Tuesday, December 18, 2012

How did he?

Cartoons have an equivalent to cyberspace known as hammerspace. It is the place where cartoon characters store and retrieve that stuff (often a hammer or other blunt instrument) they use to comic effect.

Friday, November 30, 2012

Sick puppy

A frankly bizarre tale about how unrealistic expectations heaped upon Japan's youth is causing an outbreak of mental illness. My sympathy is with the sufferers but there was also part of me that wondered how that could be used in a story. I've been kicking around an idea for a cruel story that uses (in the right sense of that word) sufferers of OCD as cleaners. Could the folks who obsessively stay in their rooms be used for anything?

The view from the west

The Californian Ideology is the name of a paper about the philosophy (neo-liberalism) that powered the dotcom boom. I'm slightly ashamed to say that I had never heard of it before now but recognise the traits it describes very well. Technology will save us all. Then again...

Monday, November 26, 2012

Aye, eye

A curious post on Ptak about the eyes of John Dee - probably the most famous English magus who was court astrologer to Queen Elizabeth I and zealous proponent of mathematics. The article looks at copies of copies of a painting and how that affected one of the details in the image. 

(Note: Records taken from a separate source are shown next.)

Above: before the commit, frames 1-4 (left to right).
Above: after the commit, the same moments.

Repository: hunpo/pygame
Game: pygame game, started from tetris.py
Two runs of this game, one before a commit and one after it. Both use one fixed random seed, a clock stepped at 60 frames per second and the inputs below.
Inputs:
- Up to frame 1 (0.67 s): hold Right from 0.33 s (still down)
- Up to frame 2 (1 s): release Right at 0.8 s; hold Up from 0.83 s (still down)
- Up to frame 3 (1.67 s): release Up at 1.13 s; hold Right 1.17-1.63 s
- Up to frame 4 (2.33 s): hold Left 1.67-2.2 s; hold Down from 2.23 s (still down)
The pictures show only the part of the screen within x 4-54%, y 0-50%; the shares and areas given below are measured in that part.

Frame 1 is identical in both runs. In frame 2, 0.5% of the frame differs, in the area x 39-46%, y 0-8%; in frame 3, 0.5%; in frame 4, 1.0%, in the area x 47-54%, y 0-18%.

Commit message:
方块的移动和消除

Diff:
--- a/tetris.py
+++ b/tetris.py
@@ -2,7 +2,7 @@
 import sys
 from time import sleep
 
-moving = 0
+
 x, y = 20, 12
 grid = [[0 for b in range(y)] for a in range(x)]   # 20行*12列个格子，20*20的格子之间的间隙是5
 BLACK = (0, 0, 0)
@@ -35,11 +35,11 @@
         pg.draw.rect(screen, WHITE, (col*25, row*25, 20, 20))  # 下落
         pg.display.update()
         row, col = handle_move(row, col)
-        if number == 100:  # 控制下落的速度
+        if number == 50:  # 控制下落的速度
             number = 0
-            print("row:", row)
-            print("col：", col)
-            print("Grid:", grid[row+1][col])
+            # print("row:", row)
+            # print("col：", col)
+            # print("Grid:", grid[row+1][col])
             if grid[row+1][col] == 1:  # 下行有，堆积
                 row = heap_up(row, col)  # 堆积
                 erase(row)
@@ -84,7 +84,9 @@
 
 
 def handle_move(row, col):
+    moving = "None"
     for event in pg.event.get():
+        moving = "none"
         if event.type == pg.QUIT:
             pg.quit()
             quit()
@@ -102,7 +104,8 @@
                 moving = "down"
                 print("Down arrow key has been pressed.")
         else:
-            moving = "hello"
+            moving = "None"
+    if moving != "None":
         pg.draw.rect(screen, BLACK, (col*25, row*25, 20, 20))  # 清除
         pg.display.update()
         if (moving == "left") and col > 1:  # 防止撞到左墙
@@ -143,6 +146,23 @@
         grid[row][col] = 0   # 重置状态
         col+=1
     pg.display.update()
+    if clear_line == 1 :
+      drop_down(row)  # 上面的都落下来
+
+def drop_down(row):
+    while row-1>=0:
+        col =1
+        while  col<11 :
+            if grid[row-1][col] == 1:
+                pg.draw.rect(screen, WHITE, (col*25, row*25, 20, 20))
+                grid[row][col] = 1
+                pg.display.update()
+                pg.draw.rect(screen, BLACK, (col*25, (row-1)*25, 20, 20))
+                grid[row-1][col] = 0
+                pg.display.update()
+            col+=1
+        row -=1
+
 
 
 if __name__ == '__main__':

Thursday, November 22, 2012

Pow! Right in the kisser

Again a good series of thoughts about how to depict fights - this time of the hand-to-hand variety not ship-to-ship. I can think of only a handful of authors that do this well. John Sandford is about the best I've read and his trick is to join everything with "and". It gives it a real sense of pace and I've copied it shamelessly. His other virtue is that he has the knack of keeping the details of who is doing what clear. In books that do a bad job of portraying violence I've had to go back and read who did what to whom just to be sure who came out on top.

There's a good point too about how visceral and physical combat is. I have precious little experience of that but often combat as depicted on the page seems more about thoughts and minds that it does a fists and bruises.

Pew pew lasers

More for reference than anything else but this is a great consideration of the problems of space warfare. It's useful as it strives to be realistic and consider techs, particularly for engines, that are plausible rather than fantastical.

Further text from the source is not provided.